During the Christmas break, I indulged in some aimless dialogue with Dall E 2 and Midjourney, two of the most popular and impressive deep-learning generators of images based on text prompt. Demos of both systems are freely accessible.
The prompts I used are mostly about cartography and maps, but also entirely random and silly stuff (e.g., Cthulhu at the British Parliament as a subtle political metaphor). You can see the results below, ranging from the hideous to the beautiful (at least to my non-trained eye). The prompts are visible in the file names. Some thoughts below.
Dall E 2 results
- These systems are truly awe-inspiring. I’ve always been quite sceptical of bombastic AI claims (see one of my papers on this very topic), but these generators mark a turning point in the ability of systems to synthesise novel information from vast troves of historical data, with deep implications for, well, any activity that requires generating text, code, images, and music.
- While a good artist / graphic designer can still easily outperform image-generating systems, the idea that a fully automated system can generate meaningful, interpretable images on virtually any topic, based on some minimal prompt, is remarkable in itself. I guess I feel like the first non-experts who witnessed a computer programme play chess competently, not like a grand master but well enough to beat most amateurs. Jaw-dropping.
- The maps I’ve generated show an interesting tendency to distort geometries in an unpredictable, inconsistent way. The systems learn shapes from existing maps and generate similar ones that are still recognisable, but also different, like in a sort of counterfactual cartography. I particularly love the maps of Italy, in which both the country and the decorative objects are mangled, inconsistent, and malleable like perceptions in dreams. This is perhaps why many of these images feel like a cheap, run-of-the-mill imitation of surrealism.

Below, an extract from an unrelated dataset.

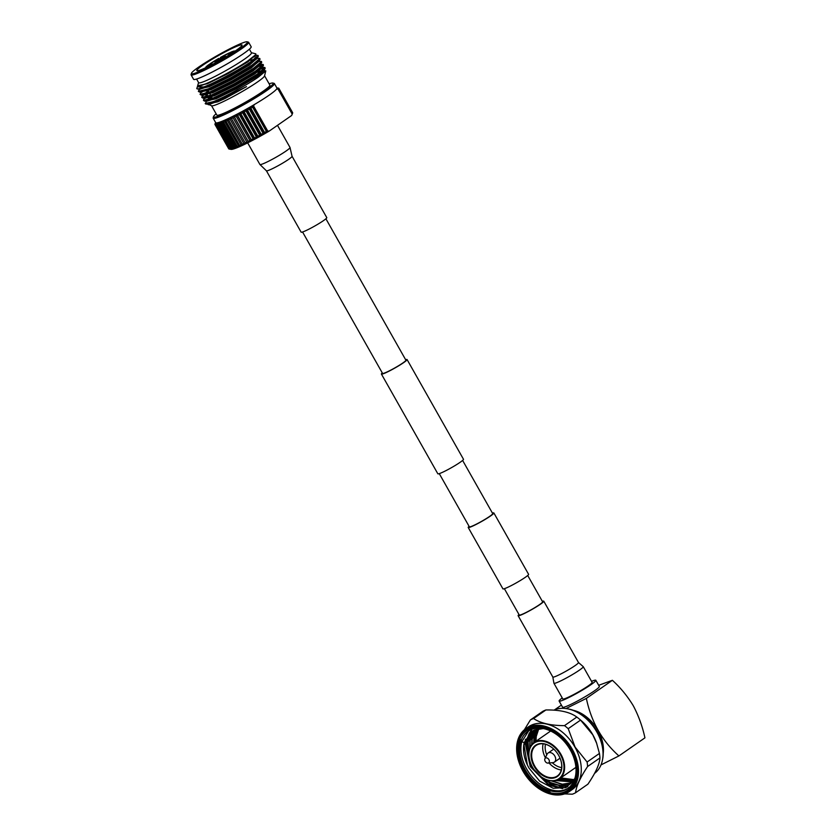 <?xml version="1.0" encoding="UTF-8"?>
<svg xmlns="http://www.w3.org/2000/svg" width="836" height="836" viewBox="0 0 836 836"><rect width="100%" height="100%" fill="white"/><g stroke="black" fill="none" stroke-linecap="round" stroke-linejoin="round"><path stroke-width="1.25" d="M302.559 231.99L382.564 373.41A13.407 1.264 -29.5 0 0 390.307 370.358A13.407 1.264 -29.5 0 0 402.879 362.949A13.407 1.264 -29.5 0 0 405.909 360.201L325.904 218.781M382.282 372.908A14.745 1.39 -29.5 0 0 381.415 374.058A14.745 1.39 -29.5 0 0 389.921 370.714A14.745 1.39 -29.5 0 0 403.736 362.563A14.745 1.39 -29.5 0 0 407.069 359.543A14.745 1.39 -29.5 0 0 405.627 359.699M381.415 374.058L437.834 473.782A14.745 1.39 -29.5 0 0 446.34 470.438A14.745 1.39 -29.5 0 0 460.155 462.287A14.745 1.39 -29.5 0 0 463.489 459.267L407.069 359.543M492.425 513.116A14.745 1.39 150.5 0 1 493.867 512.959L528.592 574.322A14.745 1.39 150.5 0 1 525.248 577.352A14.745 1.39 150.5 0 1 511.433 585.503A14.745 1.39 150.5 0 1 502.927 588.847L468.212 527.474A14.745 1.39 150.5 0 1 469.08 526.325M493.867 512.959A14.745 1.39 150.5 0 1 490.533 515.979A14.745 1.39 150.5 0 1 476.719 524.13A14.745 1.39 150.5 0 1 468.212 527.474M504.369 588.69L519.271 615.035A13.407 1.264 -29.5 0 0 527.014 611.994A13.407 1.264 -29.5 0 0 539.586 604.574A13.407 1.264 -29.5 0 0 542.627 601.826L527.715 575.481M462.611 460.417L492.717 513.617A13.407 1.264 150.5 0 1 489.677 516.366A13.407 1.264 150.5 0 1 477.105 523.775A13.407 1.264 150.5 0 1 469.362 526.826L439.266 473.625M240.151 48.572A32.176 3.03 -29.5 0 0 247.174 41.8A32.176 3.03 -29.5 0 0 227.601 49.93A32.176 3.03 -29.5 0 0 198.707 67.068A32.176 3.03 -29.5 0 0 191.402 73.349A32.176 3.03 -29.5 0 0 208.76 67.005A32.176 3.03 -29.5 0 0 240.151 48.572M247.174 41.8L248.365 42.124A33.064 3.114 150.5 0 1 248.637 42.312A33.064 3.114 150.5 0 1 241.155 49.084A33.064 3.114 150.5 0 1 210.17 67.371A33.064 3.114 150.5 0 1 191.089 74.874A33.064 3.114 150.5 0 1 191.068 74.54L191.402 73.349M208.216 66.525A14.39 1.359 150.5 0 1 207.83 66.493L207.756 66.347A14.39 1.359 150.5 0 1 210.526 63.849L211.205 65.041M210.139 64.017L210.024 63.808A16.772 1.578 150.5 0 1 218.854 58.363L219.251 59.063M220.777 58.196L220.391 57.496A16.772 1.578 150.5 0 1 229.566 52.772L229.681 52.981M229.963 54.413L229.294 53.243L230.705 52.271A16.772 1.578 150.5 0 1 234.843 51.038L234.916 51.195A16.772 1.578 150.5 0 1 234.916 51.205L232.836 52.375A14.39 1.359 150.5 0 1 232.659 52.699M202.699 65.292A25.979 2.445 -29.5 0 0 196.815 70.621A25.979 2.445 -29.5 0 0 211.811 64.727A25.979 2.445 -29.5 0 0 236.16 50.359A25.979 2.445 -29.5 0 0 242.043 45.029A25.979 2.445 -29.5 0 0 227.047 50.923A25.979 2.445 -29.5 0 0 202.699 65.292M196.585 79.054L198.665 82.722A30.326 2.853 -29.5 0 0 216.179 75.836A30.326 2.853 -29.5 0 0 244.603 59.063A30.326 2.853 -29.5 0 0 251.458 52.846L249.389 49.178M191.089 74.874L193.597 79.316A33.064 3.114 -29.5 0 0 212.689 71.812A33.064 3.114 -29.5 0 0 243.673 53.535A33.064 3.114 -29.5 0 0 251.155 46.753L248.637 42.312M207.986 104.145L211.727 105.806A30.451 2.863 -29.5 0 0 230.203 98.146A30.451 2.863 -29.5 0 0 257.613 81.897A30.451 2.863 -29.5 0 0 264.521 75.94L265.796 70.903L263.685 70.464M206.711 100.289L205.384 103.779A34.851 3.281 -29.5 0 0 205.656 103.967A34.851 3.281 -29.5 0 0 213.337 101.678C224.832 97.07 246.975 84.885 258.094 77.278L265.796 70.903M207.38 94.74L203.691 99.474L203.472 100.404L204.621 101.125L213.786 98.24L235.867 87.372L257.122 74.749L265.127 68.479L264.542 67.444L258.972 69.283M265.022 67.852L260.853 68.97M203.493 100.424L213.567 97.864L235.647 86.996L256.913 74.373L265.012 67.611M203.096 95.085L201.769 97.384L202.908 98.105L212.072 95.22L234.153 84.352L255.419 71.729L263.413 65.459L262.838 64.424L259.578 64.518M263.319 64.832L255.429 67.549M201.779 97.404L211.863 94.844L233.944 83.976L255.199 71.353L263.309 64.591M201.591 91.228L200.055 94.363L201.204 95.085L210.369 92.2L232.45 81.332L253.705 68.709L261.71 62.439L261.125 61.404L258.554 61.404M200.076 94.384L210.149 91.824L232.23 80.956L253.496 68.333L261.595 61.571M199.877 88.208L198.351 91.343L199.49 92.064L208.655 89.18L230.736 78.312L252.002 65.689L259.996 59.419L259.421 58.384L256.851 58.384M198.362 91.364L208.446 88.804L230.527 77.936L251.782 65.312L259.891 58.551M198.174 85.188L196.815 88.282A34.851 3.281 -29.5 0 0 196.826 88.658L197.787 89.044L206.952 86.16L229.033 75.292L250.288 62.669L258.293 56.399L257.707 55.364L255.137 55.364M255.043 56.503L252.775 57.402M196.868 88.721L196.826 88.658A34.851 3.281 -29.5 0 0 203.817 86.954C214.789 82.9 238.385 70.161 250.079 62.292L258.178 55.531M255.523 55.876L254.834 56.127M206.095 97.457L205.102 98.397M208.436 91.166L205.186 93.736M204.381 94.437L203.399 95.377M208.133 90.852L204.172 94.06M202.678 91.417L201.685 92.357M200.964 88.397L199.982 89.337M251.396 52.72L255.785 53.797L255.92 54.486L248.083 60.746C231.593 72.095 195.54 90.131 197.714 85.418L198.592 82.597M197.275 86.839L203.817 86.954M211.56 105.754L216.858 115.107A30.451 2.863 -29.5 0 0 234.425 108.199A30.451 2.863 -29.5 0 0 262.964 91.364A30.451 2.863 -29.5 0 0 269.861 85.115L264.563 75.762M207.83 66.493L205.76 67.706A16.772 1.578 150.5 0 1 205.75 67.674L205.677 67.517A16.772 1.578 150.5 0 1 208.99 64.539L210.526 63.849M205.677 67.517L207.756 66.347M210.024 63.808L211.571 63.128A14.39 1.359 150.5 0 1 218.948 58.572L218.854 58.363M220.485 57.694A14.39 1.359 150.5 0 1 228.155 53.755L229.566 52.772M229.294 53.243A14.39 1.359 150.5 0 1 232.763 52.219L234.843 51.038M198.592 86.024L197.714 85.418M211.853 97.206L208.603 99.777M211.644 96.819L207.589 100.101M205.196 103.445L213.337 101.678M208.31 104.772L224.811 98.627L246.526 86.61L222.292 98.847L205.656 103.967M197.766 85.721L207.422 83.725L228.082 73.589L247.978 61.812L255.179 55.364M199.48 88.741L209.136 86.745L229.796 76.609L249.692 64.832L257.06 58.154M255.084 58.781L250.79 60.495M201.183 91.761L210.839 89.766L231.499 79.629L251.396 67.852L258.773 61.174M202.897 94.781L212.553 92.786L233.213 82.649L253.109 70.872L260.696 64.591L260.142 64.048M204.789 98.105L214.256 95.806L234.916 85.669L254.813 73.892L262.41 67.611L261.292 67.538M209.951 97.018L209.094 97.76M206.314 100.822L215.97 98.826L236.63 88.689L256.527 76.912L264.113 70.632L263.559 70.088M208.018 103.842L217.673 101.846L224.811 98.627M198.644 86.024L207.213 83.349L227.873 73.213L247.769 61.436L255.367 55.176M197.787 89.044L200.358 89.044L208.916 86.369L229.576 76.233L249.473 64.456L256.976 58.604L258.293 56.399M201.225 91.814L210.63 89.389L231.29 79.253L251.187 67.476L258.679 61.624L259.996 59.419M201.204 95.085L203.775 95.085L212.334 92.409L232.993 82.273L252.89 70.496L260.477 64.194M206.44 95.022L204.559 97.446M202.908 98.105L205.478 98.105L214.047 95.429L234.707 85.293L254.604 73.516L262.096 67.664L261.846 67.068M208.875 97.384L208.154 98.042M204.621 101.125L207.192 101.125L215.751 98.449L236.41 88.313L256.307 76.536L263.81 70.684L265.127 68.479M262.786 70.182L257.415 72.189M206.701 104.145L208.895 104.145L217.464 101.469L246.526 86.61M212.323 64.456L211.571 63.128M228.155 53.755L228.907 55.072M223.996 58.018L222.439 58.227L219.617 60.526M218.875 60.934L219.084 60.192L219.356 60.662M219.084 60.192L215.343 62.125L215.667 62.7M215.469 62.804L215.103 62.167L216.879 61.206M216.837 61.122L217.423 60.474L216.075 61.07A5.998 0.564 150.5 0 0 214.967 62.125L215.385 62.846M223.442 57.485L221.686 57.715A5.998 0.564 150.5 0 1 225.041 56.221L225.083 56.294M216.66 60.809L216.597 60.704A5.998 0.564 150.5 0 1 220.934 58.112L221.373 58.907M223.013 57.977L225.271 56.179A5.998 0.564 150.5 0 1 225.406 56.221A5.998 0.564 150.5 0 1 224.299 57.266L224.539 57.694M223.787 57.632A5.998 0.564 150.5 0 1 219.45 60.223M218.698 60.62A5.998 0.564 150.5 0 1 215.343 62.125M223.306 57.256L225.041 56.221M216.597 60.704L220.934 58.112M222.961 57.872L224.299 57.266M220.903 59.189L220.537 58.551M221.289 58.154L221.634 58.75M266.402 170.784A14.745 1.39 150.5 0 0 270.571 169.541A14.745 1.39 150.5 0 0 288.723 159.289A14.745 1.39 150.5 0 0 292.057 156.269L326.782 217.632A14.745 1.39 150.5 0 1 323.448 220.652A14.745 1.39 150.5 0 1 309.633 228.803A14.745 1.39 150.5 0 1 301.117 232.147L266.402 170.784L259.912 164.493A17.284 1.63 150.5 0 0 264.813 163.03A17.284 1.63 150.5 0 0 286.1 151.002A17.284 1.63 150.5 0 0 290.008 147.46L277.489 125.337M216.127 113.821A34.286 3.229 -29.5 0 0 213.493 116.653A34.286 3.229 -29.5 0 0 231.99 109.892A34.286 3.229 -29.5 0 0 265.44 90.257A34.286 3.229 -29.5 0 0 272.912 83.036A34.286 3.229 -29.5 0 0 269.129 83.83M272.912 83.036L274.114 83.37A35.175 3.313 150.5 0 1 274.407 83.558A35.175 3.313 150.5 0 1 266.444 90.769A35.175 3.313 150.5 0 1 233.484 110.227A35.175 3.313 150.5 0 1 213.18 118.2A35.175 3.313 150.5 0 1 213.159 117.845L213.493 116.653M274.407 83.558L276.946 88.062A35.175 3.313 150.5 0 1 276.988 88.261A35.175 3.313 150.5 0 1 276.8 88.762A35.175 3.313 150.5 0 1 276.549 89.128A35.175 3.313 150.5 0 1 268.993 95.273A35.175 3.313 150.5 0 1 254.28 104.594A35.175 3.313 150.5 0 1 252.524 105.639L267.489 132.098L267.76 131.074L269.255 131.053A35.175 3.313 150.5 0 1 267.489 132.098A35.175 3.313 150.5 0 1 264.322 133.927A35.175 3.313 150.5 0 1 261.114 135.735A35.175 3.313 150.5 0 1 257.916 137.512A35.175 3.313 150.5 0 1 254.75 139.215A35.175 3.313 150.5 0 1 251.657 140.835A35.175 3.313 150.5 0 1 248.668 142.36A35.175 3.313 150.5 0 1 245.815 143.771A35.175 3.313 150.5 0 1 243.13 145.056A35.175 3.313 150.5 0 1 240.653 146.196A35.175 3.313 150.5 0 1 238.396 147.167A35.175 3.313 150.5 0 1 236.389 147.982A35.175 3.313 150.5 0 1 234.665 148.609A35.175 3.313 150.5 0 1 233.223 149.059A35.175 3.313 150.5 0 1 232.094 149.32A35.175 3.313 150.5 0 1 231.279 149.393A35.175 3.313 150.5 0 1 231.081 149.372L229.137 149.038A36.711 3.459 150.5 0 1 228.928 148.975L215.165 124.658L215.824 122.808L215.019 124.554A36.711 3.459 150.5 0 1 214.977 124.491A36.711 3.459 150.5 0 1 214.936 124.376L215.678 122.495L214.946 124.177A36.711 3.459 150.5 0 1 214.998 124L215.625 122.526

- It’s fascinating how these tools generate map labels in a proto/meta script, merging actual symbols. Presumably, most maps in the training data are European and North American, although traces of other scripts emerge.
- The main flaws are artefacts that are clearly visible on human faces and hands. This somehow replicates the difficulty for art students to get faces and hands right. The artefacts are often less visible on other types of objects.
- Dall E generates more obvious artefacts than Midjourney, but its results are more, for lack of a better term, artistic. It’s as if Dall E is a better visual artist, but does not care enough about details, while Midjourney is a careful but dull graphic designer.
- What are the implications for scientific cartography? Currently, the systems appear more suitable as support tools for graphic design, stock image generation, visual arts, and the like. How could we use these systems to stimulate map design? I look forward to seeing examples of AI-generated map styles.